Artificial Intelligence & Machine Learning
,
Next-Generation Technologies & Secure Development
Open-Source Models Hallucinate More Than Commercial Ones, Found Study

Generative artificial intelligence assistants promise to streamline coding, but large language models’ tendency to invent non-existent package names has led to a new supply chain hazard known as “slopsquatting,” where attackers register phantom dependencies to slip malicious code into deployments.
See Also: Securing Data in the AI Era
A recent paper from researchers at the University of Texas at San Antonio, Virginia Tech and the University of Oklahoma subjected 16 popular code generation models to two prompt datasets, yielding a total of 576,000 Python and JavaScript code samples that were checked against public registries.

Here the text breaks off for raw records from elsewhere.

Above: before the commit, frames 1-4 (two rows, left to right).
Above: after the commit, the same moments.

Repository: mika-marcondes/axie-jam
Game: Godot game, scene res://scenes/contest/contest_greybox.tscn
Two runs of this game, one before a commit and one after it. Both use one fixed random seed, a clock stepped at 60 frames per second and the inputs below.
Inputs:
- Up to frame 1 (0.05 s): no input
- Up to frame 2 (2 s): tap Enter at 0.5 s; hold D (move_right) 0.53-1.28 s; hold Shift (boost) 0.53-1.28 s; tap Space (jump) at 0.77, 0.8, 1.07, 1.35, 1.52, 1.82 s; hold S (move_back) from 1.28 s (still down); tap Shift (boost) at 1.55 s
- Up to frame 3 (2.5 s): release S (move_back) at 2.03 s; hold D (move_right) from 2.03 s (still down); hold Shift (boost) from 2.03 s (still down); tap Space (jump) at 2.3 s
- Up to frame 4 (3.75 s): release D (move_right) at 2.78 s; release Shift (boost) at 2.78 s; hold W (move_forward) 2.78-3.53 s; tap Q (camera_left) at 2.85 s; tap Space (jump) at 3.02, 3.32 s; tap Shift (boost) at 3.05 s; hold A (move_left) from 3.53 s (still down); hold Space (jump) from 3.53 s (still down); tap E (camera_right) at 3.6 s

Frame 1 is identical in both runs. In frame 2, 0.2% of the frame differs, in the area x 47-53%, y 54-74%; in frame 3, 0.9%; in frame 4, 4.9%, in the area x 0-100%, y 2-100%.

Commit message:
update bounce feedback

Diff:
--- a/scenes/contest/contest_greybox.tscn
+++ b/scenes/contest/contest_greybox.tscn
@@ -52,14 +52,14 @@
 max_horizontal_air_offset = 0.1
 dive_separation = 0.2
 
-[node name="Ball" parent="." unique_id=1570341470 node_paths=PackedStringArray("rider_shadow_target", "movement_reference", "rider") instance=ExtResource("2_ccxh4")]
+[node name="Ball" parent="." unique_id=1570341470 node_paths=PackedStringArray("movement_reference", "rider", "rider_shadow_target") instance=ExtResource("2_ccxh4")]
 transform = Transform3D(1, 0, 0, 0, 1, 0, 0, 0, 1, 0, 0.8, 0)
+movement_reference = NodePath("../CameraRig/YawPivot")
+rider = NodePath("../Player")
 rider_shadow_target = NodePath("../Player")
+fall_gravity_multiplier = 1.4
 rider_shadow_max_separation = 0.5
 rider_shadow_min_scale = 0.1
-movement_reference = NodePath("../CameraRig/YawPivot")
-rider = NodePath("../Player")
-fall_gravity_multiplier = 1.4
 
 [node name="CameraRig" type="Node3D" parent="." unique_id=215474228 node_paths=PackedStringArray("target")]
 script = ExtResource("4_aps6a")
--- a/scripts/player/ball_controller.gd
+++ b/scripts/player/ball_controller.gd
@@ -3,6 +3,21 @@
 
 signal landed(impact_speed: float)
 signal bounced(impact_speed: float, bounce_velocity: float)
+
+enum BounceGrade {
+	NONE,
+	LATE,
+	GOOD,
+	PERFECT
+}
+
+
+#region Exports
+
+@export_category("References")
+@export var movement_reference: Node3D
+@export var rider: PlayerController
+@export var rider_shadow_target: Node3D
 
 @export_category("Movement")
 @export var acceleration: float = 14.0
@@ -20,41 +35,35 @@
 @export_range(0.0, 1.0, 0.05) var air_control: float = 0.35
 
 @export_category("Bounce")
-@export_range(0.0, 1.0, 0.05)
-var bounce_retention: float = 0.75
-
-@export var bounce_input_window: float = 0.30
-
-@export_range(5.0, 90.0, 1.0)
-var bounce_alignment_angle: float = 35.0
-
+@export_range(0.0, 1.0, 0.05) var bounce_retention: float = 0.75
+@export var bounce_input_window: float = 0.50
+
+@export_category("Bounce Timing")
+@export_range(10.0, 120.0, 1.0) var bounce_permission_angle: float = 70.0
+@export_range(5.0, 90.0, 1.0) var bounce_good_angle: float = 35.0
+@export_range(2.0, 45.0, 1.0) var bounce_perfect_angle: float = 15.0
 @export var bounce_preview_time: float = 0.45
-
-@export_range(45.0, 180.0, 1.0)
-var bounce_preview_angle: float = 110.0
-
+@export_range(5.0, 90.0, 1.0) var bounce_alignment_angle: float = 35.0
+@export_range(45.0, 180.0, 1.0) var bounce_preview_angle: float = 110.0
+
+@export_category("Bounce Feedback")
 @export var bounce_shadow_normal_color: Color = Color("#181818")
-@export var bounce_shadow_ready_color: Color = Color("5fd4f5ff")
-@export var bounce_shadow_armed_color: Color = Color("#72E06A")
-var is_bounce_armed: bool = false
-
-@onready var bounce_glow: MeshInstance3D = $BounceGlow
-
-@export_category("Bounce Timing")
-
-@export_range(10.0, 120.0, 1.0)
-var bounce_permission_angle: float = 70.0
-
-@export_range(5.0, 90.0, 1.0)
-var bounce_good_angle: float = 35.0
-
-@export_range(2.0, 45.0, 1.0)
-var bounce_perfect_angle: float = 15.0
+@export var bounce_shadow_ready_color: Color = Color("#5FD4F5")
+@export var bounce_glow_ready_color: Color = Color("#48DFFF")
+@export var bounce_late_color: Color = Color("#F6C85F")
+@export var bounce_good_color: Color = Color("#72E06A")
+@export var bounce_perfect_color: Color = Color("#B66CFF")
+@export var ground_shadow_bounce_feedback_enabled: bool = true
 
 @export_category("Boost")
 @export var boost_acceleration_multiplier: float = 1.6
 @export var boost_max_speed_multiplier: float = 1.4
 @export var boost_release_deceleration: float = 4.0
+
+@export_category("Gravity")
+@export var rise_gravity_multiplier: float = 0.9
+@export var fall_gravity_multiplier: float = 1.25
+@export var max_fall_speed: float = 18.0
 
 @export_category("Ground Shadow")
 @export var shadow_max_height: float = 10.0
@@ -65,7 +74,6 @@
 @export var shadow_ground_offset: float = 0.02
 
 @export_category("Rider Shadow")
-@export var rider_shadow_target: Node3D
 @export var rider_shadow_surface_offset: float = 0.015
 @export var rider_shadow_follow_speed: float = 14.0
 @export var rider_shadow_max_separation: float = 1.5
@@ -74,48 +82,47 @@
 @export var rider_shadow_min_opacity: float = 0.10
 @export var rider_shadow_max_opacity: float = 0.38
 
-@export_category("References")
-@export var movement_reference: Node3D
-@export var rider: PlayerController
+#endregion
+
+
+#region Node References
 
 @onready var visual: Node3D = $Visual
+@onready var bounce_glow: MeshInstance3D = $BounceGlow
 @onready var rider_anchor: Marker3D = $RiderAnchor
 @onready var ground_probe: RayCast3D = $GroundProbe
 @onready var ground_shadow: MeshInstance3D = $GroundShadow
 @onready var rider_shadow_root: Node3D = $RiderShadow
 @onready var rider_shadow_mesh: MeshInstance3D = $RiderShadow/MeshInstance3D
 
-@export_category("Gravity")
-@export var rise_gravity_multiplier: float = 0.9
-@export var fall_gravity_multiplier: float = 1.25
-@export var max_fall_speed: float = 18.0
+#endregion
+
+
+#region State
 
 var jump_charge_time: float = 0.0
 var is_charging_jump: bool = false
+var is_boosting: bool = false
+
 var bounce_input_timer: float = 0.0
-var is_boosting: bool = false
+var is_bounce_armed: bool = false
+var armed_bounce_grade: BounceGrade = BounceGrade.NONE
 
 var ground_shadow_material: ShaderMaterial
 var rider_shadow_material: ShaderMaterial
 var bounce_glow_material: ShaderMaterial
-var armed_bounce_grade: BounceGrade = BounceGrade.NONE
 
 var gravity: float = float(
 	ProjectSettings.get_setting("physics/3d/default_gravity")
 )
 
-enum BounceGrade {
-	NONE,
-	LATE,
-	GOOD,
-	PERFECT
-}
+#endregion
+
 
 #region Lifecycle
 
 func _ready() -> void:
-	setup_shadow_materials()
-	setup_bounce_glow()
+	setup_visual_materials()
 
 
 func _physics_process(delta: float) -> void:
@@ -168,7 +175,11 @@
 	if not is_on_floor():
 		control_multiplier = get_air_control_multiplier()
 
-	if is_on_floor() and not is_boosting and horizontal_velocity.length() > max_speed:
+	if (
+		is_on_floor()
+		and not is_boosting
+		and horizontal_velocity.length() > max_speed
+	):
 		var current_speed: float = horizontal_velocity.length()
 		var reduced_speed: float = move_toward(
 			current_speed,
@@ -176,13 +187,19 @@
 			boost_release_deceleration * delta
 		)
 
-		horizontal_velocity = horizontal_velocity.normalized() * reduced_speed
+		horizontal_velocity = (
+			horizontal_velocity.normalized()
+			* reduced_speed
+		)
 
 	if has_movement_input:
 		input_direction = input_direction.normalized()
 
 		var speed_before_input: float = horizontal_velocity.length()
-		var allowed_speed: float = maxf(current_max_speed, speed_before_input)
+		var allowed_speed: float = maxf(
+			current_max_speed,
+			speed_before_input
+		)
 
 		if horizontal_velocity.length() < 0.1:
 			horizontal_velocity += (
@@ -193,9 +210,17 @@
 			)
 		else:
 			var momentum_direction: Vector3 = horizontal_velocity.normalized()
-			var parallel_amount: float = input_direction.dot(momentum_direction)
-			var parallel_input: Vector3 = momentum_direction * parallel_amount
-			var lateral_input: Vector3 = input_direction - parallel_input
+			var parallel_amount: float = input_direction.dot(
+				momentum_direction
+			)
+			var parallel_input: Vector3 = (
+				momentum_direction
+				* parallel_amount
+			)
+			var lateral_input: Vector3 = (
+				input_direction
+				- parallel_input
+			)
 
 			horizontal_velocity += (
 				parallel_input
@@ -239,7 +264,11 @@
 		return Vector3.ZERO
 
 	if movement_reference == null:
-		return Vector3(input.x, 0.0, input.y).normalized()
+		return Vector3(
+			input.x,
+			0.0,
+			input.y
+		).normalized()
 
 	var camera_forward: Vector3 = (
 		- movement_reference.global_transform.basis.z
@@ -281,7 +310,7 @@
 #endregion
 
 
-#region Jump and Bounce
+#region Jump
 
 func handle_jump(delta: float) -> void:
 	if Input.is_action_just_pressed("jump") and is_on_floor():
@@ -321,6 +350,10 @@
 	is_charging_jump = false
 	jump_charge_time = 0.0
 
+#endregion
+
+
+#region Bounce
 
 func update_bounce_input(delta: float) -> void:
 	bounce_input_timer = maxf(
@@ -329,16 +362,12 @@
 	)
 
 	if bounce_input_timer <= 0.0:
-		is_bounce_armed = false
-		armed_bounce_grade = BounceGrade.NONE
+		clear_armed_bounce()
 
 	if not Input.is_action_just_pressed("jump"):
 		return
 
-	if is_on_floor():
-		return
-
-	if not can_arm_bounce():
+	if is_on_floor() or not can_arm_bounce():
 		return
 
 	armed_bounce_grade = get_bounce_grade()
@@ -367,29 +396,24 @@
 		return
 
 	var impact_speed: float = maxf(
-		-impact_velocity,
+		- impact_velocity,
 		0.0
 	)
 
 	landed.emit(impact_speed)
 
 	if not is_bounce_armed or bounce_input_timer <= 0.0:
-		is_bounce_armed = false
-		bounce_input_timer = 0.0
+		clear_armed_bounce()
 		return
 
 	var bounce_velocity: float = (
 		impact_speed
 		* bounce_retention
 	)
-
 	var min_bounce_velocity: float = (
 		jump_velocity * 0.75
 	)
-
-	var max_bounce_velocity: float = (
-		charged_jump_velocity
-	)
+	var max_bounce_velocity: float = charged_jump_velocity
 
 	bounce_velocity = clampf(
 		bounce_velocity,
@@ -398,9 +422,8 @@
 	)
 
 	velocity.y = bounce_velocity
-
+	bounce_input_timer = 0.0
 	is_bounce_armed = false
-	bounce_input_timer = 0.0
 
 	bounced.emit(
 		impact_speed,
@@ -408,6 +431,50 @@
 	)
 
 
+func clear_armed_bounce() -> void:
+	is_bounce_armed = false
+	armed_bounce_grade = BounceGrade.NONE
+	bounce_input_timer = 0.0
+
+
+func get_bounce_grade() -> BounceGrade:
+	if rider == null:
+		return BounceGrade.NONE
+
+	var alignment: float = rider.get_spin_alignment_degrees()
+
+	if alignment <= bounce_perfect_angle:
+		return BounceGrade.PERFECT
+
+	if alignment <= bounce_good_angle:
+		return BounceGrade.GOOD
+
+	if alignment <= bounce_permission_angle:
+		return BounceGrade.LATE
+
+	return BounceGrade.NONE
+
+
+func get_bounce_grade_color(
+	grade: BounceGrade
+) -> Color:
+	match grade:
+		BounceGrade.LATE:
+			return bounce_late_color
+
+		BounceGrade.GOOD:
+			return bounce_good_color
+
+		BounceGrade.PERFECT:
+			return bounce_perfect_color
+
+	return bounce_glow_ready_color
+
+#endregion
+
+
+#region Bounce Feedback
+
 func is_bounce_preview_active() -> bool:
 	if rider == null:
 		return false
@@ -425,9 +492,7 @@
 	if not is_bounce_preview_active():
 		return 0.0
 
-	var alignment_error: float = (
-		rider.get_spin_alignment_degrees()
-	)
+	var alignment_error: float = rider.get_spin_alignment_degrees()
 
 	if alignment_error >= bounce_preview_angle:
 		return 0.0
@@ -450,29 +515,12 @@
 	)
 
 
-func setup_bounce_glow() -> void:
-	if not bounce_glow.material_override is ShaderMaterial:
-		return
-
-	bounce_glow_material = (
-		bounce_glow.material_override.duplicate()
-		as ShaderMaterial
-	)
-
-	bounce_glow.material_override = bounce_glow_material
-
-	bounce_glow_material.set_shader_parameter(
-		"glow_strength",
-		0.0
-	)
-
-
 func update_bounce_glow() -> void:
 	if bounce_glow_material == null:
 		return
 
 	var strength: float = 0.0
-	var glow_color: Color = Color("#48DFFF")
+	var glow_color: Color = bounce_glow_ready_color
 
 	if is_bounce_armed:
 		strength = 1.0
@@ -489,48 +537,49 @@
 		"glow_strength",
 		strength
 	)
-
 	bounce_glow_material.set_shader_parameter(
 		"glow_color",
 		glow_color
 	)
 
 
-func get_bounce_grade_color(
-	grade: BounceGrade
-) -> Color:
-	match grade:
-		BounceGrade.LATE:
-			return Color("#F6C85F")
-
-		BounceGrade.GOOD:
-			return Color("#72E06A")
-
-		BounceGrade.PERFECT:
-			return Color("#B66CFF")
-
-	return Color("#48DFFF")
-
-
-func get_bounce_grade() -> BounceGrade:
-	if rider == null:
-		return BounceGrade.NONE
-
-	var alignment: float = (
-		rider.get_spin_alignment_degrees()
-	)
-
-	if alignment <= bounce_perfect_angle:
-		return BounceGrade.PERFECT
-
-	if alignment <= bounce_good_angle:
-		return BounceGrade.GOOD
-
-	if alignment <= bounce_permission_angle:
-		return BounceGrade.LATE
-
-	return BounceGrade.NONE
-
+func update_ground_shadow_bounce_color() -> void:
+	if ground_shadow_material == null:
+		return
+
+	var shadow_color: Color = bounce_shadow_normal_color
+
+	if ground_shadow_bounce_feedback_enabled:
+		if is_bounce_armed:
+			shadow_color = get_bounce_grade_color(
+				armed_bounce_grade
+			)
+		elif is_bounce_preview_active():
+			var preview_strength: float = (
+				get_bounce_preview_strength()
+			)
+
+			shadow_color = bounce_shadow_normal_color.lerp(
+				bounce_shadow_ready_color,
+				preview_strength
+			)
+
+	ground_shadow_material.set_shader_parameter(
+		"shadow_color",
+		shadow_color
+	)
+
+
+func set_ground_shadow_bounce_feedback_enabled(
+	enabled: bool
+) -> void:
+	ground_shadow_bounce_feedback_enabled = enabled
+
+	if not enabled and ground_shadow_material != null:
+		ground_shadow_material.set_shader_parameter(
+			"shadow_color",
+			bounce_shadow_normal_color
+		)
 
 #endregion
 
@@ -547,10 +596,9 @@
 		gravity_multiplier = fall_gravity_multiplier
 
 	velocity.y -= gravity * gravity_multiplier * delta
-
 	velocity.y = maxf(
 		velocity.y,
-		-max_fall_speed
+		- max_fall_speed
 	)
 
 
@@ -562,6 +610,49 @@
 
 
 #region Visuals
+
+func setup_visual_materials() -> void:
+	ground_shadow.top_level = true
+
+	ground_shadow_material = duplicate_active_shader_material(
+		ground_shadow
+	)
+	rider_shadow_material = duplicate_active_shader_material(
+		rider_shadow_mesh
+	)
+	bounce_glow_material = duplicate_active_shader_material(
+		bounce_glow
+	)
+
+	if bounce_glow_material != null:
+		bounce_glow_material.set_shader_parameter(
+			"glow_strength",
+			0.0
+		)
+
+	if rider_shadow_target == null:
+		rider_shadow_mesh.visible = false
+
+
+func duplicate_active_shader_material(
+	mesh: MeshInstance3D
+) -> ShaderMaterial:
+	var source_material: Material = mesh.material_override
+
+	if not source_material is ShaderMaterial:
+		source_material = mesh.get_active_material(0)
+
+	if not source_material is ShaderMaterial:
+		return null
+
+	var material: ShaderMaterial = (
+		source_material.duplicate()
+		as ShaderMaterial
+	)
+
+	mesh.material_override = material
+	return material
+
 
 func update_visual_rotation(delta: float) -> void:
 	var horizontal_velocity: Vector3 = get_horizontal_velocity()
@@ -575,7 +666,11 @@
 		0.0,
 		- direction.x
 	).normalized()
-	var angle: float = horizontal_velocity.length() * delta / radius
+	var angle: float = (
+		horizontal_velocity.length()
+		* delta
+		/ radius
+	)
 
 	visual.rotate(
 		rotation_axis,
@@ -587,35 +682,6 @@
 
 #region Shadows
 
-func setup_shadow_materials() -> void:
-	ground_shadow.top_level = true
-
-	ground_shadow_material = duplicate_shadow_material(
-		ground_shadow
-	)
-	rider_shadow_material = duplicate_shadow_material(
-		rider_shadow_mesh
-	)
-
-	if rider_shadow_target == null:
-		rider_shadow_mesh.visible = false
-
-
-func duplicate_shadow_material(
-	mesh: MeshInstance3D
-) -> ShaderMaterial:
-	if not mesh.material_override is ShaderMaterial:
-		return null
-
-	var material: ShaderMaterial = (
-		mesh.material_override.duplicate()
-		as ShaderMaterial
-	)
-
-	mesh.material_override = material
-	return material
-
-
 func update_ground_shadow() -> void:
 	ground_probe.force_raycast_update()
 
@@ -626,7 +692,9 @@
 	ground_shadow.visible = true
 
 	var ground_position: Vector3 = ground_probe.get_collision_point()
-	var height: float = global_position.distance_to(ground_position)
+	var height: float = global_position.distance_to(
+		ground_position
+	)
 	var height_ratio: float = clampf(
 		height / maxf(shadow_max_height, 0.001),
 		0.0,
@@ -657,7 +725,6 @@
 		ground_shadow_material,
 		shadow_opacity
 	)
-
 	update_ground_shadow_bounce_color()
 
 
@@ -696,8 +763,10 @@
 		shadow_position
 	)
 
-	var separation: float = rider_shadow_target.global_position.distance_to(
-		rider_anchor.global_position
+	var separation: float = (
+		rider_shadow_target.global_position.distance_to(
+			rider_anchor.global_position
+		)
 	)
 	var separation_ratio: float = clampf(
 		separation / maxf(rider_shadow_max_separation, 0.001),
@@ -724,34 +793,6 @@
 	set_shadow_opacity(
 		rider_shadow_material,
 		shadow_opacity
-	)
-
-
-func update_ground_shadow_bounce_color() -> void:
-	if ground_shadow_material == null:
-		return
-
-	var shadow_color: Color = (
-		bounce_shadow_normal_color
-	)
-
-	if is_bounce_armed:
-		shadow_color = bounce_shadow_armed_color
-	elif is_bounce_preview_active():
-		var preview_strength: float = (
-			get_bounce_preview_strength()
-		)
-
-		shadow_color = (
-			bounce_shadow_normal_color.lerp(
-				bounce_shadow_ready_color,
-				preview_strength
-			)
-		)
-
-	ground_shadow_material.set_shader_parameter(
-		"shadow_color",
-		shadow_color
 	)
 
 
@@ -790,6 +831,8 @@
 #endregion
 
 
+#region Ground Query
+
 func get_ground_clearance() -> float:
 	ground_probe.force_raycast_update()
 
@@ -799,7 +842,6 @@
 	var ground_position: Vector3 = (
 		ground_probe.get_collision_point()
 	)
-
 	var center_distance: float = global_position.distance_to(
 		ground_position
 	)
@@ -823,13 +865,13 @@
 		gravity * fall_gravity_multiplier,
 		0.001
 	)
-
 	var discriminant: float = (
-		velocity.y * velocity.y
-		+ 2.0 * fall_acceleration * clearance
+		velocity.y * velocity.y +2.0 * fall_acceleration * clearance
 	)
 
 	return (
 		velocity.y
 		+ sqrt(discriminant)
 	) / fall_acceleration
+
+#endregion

The authors ran each prompt through every model, recording dependency recommendations and verifying their existence on PyPI and npm. This exhaustive methodology is the first large scale quantification of package hallucinations in generative large language models (see: Hackers Can Use AI Hallucinations to Spread Malware).
Results revealed a disparity between model categories. Open-source engines averaged a hallucination rate of 21.7%, while commercial offerings such as GPT 4 and GPT 4 Turbo maintained a lower – though not negligible – 5.2% error rate.
Across all experiments, researchers identified 205,474 unique hallucinated package names. They also classified the origins of the hallucinations. The researchers determined that 38% of the non-existent names echoed real libraries, sharing similar naming patterns. 13% arose from simple typos, while the remaining 51% were pure fabrications with no clear lineage.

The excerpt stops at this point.